Snakes can also be kept at bay by your cat’s incredible hunting skills. Cats are powerful creatures with significant advantages when it comes to catching snakes.

They can detect chemical substances with no odor thanks to their incredible sense of smell and Jacobson’s organ. Because they can see better than most animals and humans during dawn and dusk, they can easily attack a snake during the darker hours. Snakes may be silent and slithering, but cats can detect both high and low frequencies, making them easy to detect. These abilities, combined with the agility I mentioned earlier, give them an advantage.

Of course, not all cats will kill or eat a snake, but snakes’ move makes them ideal playthings. If your cat enjoys chasing snakes, the constant threat may deter the slithering creatures.

Can Snakes Eat Cats?

Larger snakes, such as boa constrictors and pythons, consume cats and hunt for their prey! Most snakes in North America, on the other hand, are much too tiny to consume snakes.

Why Do Cats Attack Snakes?

Are snakes afraid of cats? Snakes are frightened of cats, and cats are wary of snakes. This is particularly true if the cat has never before seen or interacted with a snake. However, after a cat has mastered its curiosity, it may attack. Because of the following reasons:

Snakes move in a way that entices cats.

They take a long time to move after sitting stationary for a long period. If you’ve ever played with a cat, you know how cats like chasing after moving objects.

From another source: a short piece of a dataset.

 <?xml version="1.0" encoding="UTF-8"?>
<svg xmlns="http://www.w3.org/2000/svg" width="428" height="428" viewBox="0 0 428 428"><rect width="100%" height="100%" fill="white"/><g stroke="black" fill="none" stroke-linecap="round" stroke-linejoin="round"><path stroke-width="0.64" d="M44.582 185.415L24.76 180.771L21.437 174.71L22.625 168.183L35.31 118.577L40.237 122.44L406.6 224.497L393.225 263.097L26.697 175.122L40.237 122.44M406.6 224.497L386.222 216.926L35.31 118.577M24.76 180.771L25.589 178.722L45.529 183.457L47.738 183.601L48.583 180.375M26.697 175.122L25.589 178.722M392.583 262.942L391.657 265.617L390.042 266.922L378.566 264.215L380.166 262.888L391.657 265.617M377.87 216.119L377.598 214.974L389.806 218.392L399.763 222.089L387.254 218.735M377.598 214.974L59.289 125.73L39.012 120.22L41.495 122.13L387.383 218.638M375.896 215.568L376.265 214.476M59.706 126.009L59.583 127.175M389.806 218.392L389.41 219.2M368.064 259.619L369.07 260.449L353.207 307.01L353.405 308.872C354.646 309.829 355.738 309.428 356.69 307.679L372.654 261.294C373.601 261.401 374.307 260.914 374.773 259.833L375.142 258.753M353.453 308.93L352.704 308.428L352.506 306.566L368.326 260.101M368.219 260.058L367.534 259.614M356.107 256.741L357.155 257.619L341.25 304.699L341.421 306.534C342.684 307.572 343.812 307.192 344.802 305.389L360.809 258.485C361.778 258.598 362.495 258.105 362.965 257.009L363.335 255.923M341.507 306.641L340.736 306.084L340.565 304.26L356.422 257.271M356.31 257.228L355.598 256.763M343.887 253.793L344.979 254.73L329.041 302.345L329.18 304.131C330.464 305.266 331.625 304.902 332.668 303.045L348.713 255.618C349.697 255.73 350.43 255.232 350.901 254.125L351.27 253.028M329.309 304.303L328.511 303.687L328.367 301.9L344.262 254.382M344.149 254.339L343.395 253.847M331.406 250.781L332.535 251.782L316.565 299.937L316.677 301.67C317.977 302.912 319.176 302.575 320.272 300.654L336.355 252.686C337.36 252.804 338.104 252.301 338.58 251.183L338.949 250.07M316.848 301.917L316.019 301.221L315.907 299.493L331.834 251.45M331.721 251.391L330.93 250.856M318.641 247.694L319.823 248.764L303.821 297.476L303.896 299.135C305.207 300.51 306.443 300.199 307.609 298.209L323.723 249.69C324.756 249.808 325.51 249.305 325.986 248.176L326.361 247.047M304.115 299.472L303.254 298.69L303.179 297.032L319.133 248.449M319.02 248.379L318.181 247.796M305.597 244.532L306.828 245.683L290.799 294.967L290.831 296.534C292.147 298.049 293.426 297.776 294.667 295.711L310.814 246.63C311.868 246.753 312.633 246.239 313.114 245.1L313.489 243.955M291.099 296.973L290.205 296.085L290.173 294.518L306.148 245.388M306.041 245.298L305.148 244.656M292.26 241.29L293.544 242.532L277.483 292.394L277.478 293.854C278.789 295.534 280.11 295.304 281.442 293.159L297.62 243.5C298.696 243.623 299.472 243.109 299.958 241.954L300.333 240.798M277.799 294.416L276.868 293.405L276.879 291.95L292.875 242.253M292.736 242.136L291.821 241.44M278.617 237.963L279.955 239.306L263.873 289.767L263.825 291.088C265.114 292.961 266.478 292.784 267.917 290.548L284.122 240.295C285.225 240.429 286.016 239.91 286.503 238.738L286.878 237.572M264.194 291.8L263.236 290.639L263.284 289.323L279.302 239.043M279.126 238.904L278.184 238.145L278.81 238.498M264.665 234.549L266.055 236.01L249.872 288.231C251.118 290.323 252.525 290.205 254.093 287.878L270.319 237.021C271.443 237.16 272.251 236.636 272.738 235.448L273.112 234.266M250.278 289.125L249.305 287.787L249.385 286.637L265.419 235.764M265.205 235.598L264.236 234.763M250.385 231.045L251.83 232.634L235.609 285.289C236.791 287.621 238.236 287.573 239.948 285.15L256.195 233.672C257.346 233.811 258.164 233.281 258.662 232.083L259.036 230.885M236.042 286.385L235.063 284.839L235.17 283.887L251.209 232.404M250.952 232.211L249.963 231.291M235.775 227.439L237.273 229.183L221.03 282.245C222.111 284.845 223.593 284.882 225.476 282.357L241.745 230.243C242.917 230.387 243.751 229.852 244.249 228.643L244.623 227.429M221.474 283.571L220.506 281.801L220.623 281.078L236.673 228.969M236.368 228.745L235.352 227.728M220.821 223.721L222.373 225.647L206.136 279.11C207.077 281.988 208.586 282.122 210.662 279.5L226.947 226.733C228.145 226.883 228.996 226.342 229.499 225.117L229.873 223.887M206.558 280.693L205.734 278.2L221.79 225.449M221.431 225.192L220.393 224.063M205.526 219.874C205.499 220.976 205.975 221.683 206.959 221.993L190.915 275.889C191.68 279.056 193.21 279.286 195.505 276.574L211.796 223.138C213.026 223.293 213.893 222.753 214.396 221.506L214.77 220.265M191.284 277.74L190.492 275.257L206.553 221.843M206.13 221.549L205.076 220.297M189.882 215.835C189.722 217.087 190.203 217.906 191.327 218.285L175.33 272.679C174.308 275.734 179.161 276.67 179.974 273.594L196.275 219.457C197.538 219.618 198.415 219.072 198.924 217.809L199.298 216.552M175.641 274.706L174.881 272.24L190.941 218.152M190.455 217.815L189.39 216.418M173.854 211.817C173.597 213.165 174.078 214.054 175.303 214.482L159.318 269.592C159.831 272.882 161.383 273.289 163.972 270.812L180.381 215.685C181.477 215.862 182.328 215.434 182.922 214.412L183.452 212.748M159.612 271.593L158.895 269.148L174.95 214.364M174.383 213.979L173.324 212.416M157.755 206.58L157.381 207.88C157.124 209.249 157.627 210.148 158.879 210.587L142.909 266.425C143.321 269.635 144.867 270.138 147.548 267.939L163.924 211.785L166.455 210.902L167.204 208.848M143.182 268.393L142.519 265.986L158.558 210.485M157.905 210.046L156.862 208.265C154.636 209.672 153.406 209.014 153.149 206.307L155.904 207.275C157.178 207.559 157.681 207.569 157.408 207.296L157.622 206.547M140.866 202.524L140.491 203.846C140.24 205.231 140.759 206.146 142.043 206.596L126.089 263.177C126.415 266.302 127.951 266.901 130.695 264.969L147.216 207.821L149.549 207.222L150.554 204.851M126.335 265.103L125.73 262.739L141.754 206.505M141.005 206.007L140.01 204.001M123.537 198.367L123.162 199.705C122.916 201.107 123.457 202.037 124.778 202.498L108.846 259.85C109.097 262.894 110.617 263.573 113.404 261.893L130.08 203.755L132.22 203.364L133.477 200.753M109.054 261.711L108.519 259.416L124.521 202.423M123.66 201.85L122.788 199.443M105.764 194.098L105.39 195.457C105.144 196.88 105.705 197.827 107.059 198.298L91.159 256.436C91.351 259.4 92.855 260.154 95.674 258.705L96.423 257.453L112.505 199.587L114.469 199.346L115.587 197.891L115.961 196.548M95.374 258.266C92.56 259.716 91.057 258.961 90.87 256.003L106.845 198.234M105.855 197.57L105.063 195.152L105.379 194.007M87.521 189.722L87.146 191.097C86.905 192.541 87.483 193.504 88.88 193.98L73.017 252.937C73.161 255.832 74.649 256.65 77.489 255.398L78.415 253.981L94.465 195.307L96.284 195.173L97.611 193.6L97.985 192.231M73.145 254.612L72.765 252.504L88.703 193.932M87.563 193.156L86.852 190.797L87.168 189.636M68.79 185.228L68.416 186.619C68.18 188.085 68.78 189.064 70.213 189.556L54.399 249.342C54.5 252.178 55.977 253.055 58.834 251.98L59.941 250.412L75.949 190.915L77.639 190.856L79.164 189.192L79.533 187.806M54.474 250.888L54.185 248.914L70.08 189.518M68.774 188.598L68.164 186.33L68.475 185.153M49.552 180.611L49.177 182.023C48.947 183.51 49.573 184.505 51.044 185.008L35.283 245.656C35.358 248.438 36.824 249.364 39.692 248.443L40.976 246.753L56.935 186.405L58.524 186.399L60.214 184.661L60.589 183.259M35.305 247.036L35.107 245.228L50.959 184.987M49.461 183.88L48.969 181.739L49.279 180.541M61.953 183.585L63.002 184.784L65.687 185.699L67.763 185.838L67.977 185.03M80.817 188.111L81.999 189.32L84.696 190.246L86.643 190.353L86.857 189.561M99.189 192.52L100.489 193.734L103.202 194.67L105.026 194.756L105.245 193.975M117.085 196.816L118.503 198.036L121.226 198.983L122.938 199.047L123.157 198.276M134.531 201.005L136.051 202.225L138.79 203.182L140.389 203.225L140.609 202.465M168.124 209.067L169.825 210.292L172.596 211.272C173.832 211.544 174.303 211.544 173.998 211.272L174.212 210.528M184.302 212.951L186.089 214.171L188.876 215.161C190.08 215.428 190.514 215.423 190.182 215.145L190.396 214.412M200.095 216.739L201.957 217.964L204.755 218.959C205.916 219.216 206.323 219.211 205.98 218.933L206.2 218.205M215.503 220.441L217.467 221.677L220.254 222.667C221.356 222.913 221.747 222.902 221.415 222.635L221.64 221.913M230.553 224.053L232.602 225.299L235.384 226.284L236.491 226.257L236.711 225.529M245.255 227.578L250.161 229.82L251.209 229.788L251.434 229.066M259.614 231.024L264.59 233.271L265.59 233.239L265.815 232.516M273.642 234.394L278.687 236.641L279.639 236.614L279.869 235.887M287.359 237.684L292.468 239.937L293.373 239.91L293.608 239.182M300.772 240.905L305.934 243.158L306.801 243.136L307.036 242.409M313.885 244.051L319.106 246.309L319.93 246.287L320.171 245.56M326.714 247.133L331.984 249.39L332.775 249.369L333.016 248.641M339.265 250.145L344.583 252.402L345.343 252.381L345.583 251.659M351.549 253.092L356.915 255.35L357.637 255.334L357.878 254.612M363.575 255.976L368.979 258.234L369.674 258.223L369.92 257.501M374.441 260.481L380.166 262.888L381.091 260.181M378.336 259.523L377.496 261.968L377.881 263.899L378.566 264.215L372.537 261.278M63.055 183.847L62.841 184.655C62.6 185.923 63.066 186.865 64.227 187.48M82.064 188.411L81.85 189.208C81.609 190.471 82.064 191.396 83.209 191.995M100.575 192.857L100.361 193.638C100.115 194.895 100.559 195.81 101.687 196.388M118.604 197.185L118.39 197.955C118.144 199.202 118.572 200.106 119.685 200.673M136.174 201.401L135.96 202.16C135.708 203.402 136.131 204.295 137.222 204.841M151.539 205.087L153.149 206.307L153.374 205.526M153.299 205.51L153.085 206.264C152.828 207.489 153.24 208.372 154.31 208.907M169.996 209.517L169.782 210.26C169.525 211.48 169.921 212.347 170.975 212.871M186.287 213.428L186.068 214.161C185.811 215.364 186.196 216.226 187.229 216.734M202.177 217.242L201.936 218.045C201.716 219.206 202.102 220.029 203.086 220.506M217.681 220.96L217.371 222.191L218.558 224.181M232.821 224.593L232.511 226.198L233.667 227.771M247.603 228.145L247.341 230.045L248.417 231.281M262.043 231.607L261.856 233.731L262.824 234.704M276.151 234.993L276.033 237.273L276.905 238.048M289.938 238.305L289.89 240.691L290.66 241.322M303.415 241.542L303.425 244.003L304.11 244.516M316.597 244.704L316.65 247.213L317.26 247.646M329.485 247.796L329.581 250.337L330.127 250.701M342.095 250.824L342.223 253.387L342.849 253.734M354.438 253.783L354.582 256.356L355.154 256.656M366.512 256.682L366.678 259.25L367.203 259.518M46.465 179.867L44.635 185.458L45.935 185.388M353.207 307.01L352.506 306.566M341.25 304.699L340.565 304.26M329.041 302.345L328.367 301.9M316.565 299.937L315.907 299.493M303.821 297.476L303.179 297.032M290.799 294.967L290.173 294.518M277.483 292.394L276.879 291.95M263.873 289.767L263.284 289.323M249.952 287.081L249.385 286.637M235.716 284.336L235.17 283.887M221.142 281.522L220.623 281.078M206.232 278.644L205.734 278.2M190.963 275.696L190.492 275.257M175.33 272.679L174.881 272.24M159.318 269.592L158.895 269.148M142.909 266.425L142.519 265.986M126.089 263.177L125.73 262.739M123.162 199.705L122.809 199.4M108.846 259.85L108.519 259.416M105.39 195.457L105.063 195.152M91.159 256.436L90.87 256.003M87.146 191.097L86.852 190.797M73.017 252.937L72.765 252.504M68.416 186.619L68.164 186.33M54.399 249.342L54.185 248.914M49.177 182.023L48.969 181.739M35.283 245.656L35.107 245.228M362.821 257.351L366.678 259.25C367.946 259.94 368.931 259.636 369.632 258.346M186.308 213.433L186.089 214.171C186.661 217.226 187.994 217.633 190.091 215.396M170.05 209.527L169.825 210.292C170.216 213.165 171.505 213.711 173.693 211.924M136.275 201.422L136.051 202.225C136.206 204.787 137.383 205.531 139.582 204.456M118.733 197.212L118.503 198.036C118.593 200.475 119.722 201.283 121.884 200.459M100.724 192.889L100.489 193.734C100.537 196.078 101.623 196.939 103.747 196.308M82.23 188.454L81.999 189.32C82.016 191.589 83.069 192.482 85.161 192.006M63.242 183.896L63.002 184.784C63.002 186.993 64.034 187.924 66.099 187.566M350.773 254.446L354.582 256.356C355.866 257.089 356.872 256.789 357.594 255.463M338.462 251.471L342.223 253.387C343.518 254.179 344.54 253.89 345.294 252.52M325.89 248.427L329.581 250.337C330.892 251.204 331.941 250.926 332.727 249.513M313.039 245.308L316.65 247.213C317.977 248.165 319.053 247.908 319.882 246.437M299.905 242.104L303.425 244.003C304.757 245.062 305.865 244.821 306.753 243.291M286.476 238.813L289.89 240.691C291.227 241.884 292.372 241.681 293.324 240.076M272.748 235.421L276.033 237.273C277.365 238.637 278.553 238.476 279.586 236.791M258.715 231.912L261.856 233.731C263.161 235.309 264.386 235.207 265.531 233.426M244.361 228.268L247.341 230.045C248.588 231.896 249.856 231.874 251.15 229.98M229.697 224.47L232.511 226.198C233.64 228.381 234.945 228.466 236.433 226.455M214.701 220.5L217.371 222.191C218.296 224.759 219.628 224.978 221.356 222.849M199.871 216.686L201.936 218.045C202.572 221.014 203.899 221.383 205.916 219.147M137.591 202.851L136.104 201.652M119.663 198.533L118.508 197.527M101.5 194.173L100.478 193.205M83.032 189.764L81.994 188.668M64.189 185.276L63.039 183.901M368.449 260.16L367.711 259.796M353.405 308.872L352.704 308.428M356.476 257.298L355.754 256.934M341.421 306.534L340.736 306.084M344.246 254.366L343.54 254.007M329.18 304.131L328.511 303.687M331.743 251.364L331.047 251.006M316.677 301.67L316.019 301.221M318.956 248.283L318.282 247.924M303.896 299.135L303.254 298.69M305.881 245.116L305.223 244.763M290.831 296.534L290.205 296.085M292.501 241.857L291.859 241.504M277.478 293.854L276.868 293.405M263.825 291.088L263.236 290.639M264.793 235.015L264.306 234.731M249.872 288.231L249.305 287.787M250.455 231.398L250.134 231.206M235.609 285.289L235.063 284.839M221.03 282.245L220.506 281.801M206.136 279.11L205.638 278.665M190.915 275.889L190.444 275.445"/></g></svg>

Cats like to hunt for fun. 

Even if they aren’t hungry, they will go hunting to bat the prey between their paws.

Cats see snakes as threats. 

If a cat is afraid of snakes, it may become aggressive. Even if the snake is not attacking but is defending itself, it will hiss, scratch, and bite to protect itself.

This isn’t necessarily true since most cats never come into contact with snakes. If they spot a snake, most cats will flee. However, if the cat lives in an area with many snakes, it may get used to them and attack them regularly.

Can Cats and Snakes Live Together?

Even if you keep cats and snakes together for a long time, they will not get along or become friends. They are two completely distinct species that cannot communicate with one another. Snakes are solitary creatures. You should maintain your snake in a room that is free of cats. Keep the door closed at all times to prevent the cat from entering. If you have to remove your snake from its cage, keep your cat in another room.


Are snakes afraid of cats? While cats are capable of killing snakes and, to an extent, keeping them away from your yard, both of these animals will try to avoid each other most of the time. Let’s not forget that it is also our responsibility to keep our feline overlords safe from snakes and deal with a snake situation in our yard on our own. We all know what curiosity did to that one cat, and we don’t want any of that! So, how about you? Have you seen your cat kill a snake, and what are your thoughts on having cats for snake control?